A 200-year-old tamarind tree inside Osmania Hospital saved over 150 people who climbed it. Popular Urdu poet Amjad Hyderabadi, 22, saw his entire family, including his mother, wife and daughter washed away in the flood; he was the only survivor in his family. Most of his Ruba'i, Qayamat-e-Soghra (little doomsday) reflects his depression at the loss. A couplet muses:

Itni Dar'ya May Bhi Na Duba Amjad

Dub'nay Valo Ko Bus Ek Chul'lu Kafi Hai

==Relief work and puja done by the Nizam==
Jhumar Lal Tiwari, the court astrologer of the Hyderabad State advised the Nizam of Hyderabad Asaf Jah VI Sir Mahbub Ali Khan to appease the Goddess as River Musi wreaked havoc through the city on September 28, 1908. In response Nizam Mahbub Ali Khan wore a dhoti, janau and offered puja with fruits, flowers, coconuts, and a silk sari, pearls and gold to the river as per Hindu religious customs, to appease and pacify river Musi. Rivers are considered Goddess in Hindu customs and raging rivers are offered puja to pacify them in Hindu culture.

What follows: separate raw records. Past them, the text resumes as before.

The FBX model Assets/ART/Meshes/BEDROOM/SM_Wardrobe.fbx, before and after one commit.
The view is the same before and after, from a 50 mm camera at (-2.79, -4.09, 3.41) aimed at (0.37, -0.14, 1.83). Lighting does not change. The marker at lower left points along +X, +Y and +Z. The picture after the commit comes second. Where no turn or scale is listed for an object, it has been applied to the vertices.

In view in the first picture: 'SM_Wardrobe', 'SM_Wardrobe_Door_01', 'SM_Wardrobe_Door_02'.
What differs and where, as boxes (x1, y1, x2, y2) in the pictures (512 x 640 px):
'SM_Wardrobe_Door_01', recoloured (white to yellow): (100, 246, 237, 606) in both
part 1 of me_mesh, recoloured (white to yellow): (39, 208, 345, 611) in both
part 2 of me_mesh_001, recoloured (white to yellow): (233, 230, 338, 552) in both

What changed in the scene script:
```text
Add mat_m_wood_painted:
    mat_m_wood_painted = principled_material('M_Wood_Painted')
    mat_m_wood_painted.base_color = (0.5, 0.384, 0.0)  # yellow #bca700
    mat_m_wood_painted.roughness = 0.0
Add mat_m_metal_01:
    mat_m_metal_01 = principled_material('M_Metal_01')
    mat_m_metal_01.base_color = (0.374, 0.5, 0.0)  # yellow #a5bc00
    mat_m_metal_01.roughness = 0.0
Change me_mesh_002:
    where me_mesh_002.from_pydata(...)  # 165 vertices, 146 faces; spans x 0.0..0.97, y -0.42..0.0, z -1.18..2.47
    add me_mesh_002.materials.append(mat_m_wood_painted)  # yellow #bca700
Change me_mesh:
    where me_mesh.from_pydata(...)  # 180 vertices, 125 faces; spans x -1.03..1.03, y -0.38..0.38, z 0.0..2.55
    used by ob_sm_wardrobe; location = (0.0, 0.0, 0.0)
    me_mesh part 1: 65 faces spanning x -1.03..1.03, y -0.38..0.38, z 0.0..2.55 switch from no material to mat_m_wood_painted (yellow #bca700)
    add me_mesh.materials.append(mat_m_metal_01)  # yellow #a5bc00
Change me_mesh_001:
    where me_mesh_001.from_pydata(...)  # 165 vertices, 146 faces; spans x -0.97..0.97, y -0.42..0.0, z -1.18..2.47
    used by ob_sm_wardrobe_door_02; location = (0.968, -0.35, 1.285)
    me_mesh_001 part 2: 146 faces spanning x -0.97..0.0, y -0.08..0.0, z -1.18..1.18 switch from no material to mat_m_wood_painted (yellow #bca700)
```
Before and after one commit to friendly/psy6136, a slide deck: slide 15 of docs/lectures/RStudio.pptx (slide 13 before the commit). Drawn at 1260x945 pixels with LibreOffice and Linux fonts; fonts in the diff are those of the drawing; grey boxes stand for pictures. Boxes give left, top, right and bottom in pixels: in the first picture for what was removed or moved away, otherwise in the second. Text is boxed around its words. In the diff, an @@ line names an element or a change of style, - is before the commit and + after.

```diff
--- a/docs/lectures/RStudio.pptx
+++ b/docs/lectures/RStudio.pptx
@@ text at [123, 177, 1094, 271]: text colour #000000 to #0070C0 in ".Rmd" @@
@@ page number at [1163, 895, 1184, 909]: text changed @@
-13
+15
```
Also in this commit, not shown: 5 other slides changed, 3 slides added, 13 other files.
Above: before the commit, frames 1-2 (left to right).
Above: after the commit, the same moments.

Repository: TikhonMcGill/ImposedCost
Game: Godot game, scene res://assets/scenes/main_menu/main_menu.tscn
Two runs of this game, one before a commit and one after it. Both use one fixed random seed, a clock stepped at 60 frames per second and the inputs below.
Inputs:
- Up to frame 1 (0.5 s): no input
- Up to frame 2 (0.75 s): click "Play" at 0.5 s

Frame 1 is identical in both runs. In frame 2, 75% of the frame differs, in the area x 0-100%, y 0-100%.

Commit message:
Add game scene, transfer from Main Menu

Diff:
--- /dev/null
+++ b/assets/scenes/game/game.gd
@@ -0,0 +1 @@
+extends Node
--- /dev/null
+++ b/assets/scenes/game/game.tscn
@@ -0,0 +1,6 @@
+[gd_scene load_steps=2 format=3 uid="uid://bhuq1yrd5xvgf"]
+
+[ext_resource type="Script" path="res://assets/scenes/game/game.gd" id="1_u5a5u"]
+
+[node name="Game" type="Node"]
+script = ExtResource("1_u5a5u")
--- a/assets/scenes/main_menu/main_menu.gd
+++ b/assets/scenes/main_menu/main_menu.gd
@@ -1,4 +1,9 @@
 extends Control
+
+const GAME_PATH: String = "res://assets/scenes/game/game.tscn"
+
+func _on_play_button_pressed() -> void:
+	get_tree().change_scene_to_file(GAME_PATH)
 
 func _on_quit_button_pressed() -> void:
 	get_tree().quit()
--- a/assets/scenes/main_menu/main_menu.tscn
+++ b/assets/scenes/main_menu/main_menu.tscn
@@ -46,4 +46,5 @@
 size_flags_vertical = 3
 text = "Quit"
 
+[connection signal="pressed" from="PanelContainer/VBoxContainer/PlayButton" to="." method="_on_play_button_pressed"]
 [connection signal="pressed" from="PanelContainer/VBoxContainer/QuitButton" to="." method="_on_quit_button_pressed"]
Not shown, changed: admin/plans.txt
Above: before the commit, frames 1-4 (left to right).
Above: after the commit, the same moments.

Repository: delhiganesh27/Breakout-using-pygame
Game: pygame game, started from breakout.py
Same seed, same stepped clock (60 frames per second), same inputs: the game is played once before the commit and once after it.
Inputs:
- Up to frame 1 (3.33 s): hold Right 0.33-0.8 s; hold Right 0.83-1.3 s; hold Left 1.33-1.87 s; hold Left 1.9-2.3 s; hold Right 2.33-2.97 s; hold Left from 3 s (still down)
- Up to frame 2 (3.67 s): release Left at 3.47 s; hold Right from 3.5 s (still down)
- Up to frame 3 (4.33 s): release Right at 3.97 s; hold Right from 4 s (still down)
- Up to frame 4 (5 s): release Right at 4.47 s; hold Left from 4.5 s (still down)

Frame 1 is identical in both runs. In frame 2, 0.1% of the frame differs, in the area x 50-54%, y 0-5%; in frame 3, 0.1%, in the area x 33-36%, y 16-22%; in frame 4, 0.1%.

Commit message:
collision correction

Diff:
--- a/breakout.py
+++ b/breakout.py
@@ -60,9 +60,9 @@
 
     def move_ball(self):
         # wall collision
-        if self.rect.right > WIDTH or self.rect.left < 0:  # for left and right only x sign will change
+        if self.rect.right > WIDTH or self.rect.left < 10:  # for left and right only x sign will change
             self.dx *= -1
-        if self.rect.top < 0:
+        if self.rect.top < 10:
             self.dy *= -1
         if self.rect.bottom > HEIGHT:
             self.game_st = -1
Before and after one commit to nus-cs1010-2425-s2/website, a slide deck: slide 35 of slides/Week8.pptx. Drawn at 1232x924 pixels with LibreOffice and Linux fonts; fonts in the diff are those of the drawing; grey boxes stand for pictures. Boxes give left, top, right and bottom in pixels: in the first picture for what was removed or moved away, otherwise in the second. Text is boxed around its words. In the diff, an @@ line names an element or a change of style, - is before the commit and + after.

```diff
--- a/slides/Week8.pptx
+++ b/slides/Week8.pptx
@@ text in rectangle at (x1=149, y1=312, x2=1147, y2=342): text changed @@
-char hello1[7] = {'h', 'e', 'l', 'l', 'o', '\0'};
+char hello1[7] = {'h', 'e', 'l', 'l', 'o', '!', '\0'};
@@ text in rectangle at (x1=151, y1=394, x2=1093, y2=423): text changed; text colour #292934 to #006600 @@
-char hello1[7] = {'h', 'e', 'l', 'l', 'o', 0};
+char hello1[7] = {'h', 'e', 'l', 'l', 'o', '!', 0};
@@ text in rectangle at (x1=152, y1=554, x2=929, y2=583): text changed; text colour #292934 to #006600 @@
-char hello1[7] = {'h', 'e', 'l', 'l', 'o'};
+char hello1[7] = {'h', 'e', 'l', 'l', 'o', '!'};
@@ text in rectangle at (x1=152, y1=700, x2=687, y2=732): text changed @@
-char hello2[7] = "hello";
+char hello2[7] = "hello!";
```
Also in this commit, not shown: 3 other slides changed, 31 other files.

The Nizam opened the gates of his palace for everyone during the flood crisis. Whoever sought help and relief under his proactive supervision were promptly supported. Elephants and horses were also put in service for relief work by him.

A relief fund of 500,000 Rupees was borne by the state, and 1,000,000 more raised by public subscription, with the Nizam and Kishen Pershad making the largest donations. The government declared an official holiday of ten days for people to deal with their own crises. Ten kitchens were set up in various parts of the city, which were in operation from 29 September to 13 October.

==Aftermath==
The historic deluge resulted in the development of the twin cities in 1908. This necessitated planned, phased development.

===Committee recommendations===
Syed Azam Hussaini submitted his report on 1 October 1909, with recommendations on preventing a recurrence of floods and improving civic amenities. The Seventh Nizam, Mir Osman Ali Khan, constituted a City Improve Trust in 1912. He built a flood control system on the river.

===Sir Visvesvaraya’s services===
The Nizam invited M. Visvesvaraya to advise and assist in the reconstruction of the city and to devise measures for the prevention of the recurrence of such a terrible catastrophe. He was assisted by engineers from the Public Works Department of Hyderabad State, and after much investigation and deliberation, they concluded that the immunity of Hyderabad city from flood must come from the construction of flood catchment areas in the basin above the city. They proposed to construct these reservoirs a few miles north of the capital.

A dam was built under noted engineer Nawab Ali Nawaz Jung Bahadur in 1920 across the river, 10 mi upstream from the city, called Osman Sagar. In 1927, another reservoir was built on Esi (tributary of Musi) and named Himayat Sagar. These lakes prevent the flooding of the River Musi and are major drinking water sources for Hyderabad city.